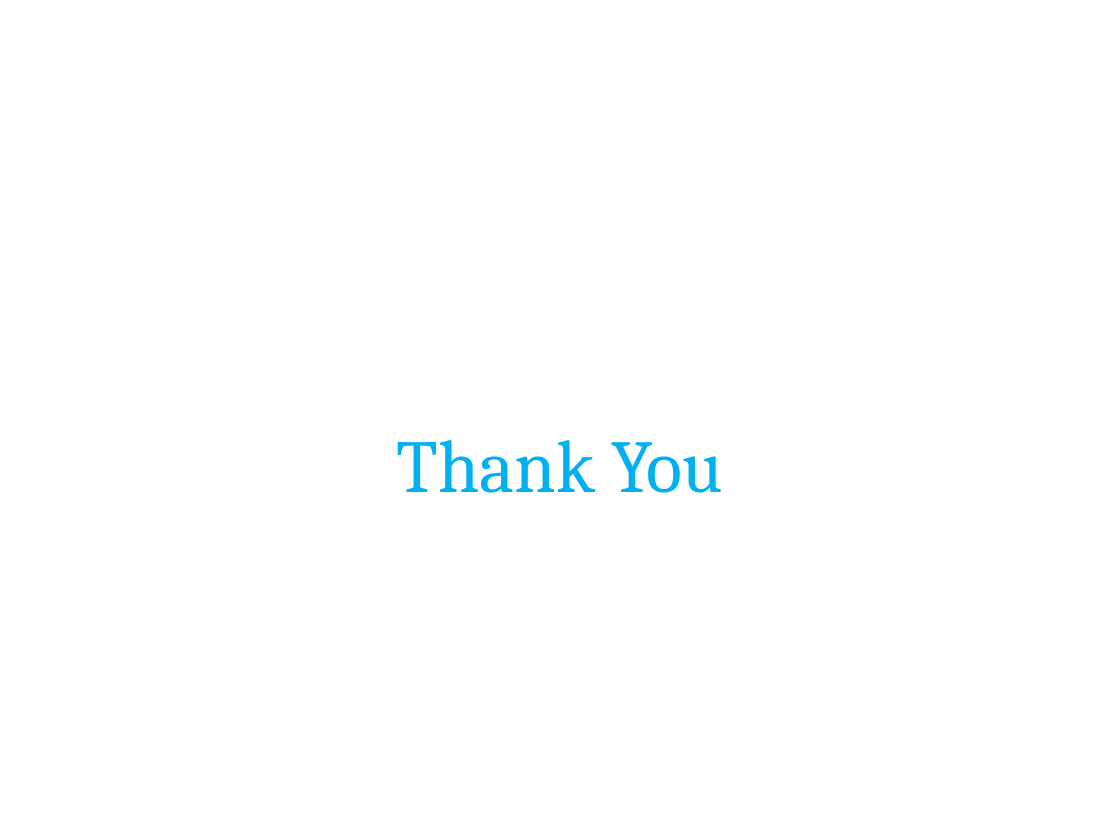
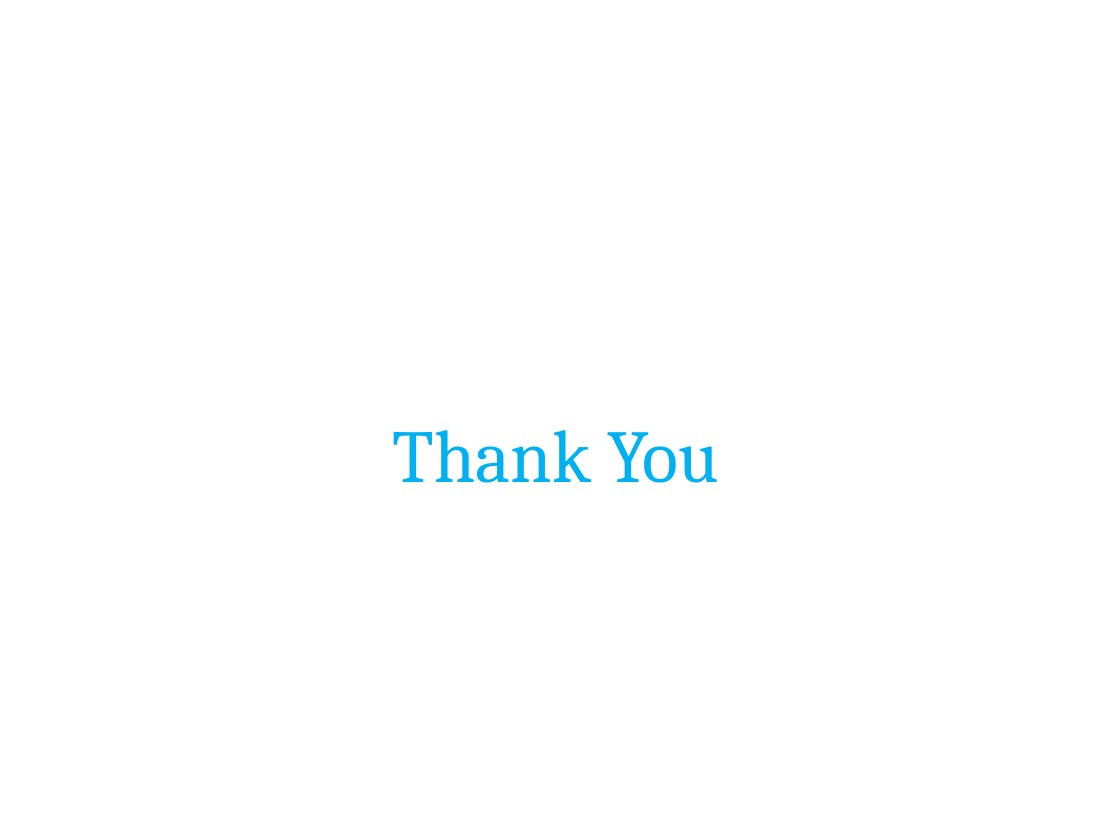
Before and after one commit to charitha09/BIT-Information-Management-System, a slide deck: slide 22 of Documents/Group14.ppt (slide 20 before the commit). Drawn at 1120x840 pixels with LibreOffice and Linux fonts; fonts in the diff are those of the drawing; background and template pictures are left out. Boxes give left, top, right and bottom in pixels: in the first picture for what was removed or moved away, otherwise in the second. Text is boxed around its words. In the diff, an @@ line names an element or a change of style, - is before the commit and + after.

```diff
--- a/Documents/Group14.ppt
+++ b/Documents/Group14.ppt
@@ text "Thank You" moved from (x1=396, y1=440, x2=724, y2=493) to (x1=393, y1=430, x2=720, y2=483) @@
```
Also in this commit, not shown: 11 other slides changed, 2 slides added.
**********
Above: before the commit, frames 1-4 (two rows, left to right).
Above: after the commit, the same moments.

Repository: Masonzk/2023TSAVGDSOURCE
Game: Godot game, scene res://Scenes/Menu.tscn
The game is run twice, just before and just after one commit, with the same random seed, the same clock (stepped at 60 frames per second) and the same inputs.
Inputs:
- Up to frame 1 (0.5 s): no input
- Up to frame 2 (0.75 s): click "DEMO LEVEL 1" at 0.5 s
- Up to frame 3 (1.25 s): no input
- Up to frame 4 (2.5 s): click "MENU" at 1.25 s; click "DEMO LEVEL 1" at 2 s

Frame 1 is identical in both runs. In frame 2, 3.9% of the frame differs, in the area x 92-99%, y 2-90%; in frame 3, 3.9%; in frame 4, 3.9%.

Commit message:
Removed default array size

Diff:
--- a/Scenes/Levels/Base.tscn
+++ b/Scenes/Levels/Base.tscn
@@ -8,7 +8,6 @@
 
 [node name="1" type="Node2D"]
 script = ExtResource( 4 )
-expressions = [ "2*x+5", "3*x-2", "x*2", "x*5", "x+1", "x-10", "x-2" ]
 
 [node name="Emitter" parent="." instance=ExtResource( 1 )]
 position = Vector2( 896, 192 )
**********
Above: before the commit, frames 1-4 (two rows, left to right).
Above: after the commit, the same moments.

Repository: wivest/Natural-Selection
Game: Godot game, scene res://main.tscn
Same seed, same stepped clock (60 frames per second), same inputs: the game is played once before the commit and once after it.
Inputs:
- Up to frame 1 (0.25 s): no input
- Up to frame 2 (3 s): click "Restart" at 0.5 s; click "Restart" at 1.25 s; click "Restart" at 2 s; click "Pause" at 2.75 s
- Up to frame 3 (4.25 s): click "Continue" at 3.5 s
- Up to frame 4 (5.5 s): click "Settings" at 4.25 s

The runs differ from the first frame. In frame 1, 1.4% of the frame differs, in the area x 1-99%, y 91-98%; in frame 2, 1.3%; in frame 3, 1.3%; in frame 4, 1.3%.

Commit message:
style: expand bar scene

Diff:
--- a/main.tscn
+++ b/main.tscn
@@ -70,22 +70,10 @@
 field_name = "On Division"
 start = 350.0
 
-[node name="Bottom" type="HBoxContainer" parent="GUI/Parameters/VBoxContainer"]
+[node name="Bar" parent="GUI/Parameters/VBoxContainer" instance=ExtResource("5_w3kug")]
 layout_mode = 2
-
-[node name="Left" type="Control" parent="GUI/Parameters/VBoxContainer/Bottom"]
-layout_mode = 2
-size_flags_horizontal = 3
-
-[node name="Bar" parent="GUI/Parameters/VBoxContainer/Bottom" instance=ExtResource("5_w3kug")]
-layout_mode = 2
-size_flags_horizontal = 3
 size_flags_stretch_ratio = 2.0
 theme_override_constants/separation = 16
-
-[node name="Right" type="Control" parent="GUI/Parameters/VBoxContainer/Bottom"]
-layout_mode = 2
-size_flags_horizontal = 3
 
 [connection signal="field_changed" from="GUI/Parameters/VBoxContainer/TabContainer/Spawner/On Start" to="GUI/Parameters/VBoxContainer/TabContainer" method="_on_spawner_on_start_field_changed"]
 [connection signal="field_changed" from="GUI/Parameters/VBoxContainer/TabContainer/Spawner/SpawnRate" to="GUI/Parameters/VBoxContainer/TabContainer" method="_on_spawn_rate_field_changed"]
**********
▶ [Directions]: Copy out each line of the material above that holds the word "differs".

▶ [Reply to the exercise]:
Frame 1 is identical in both runs. In frame 2, 3.9% of the frame differs, in the area x 92-99%, y 2-90%; in frame 3, 3.9%; in frame 4, 3.9%.
The runs differ from the first frame. In frame 1, 1.4% of the frame differs, in the area x 1-99%, y 91-98%; in frame 2, 1.3%; in frame 3, 1.3%; in frame 4, 1.3%.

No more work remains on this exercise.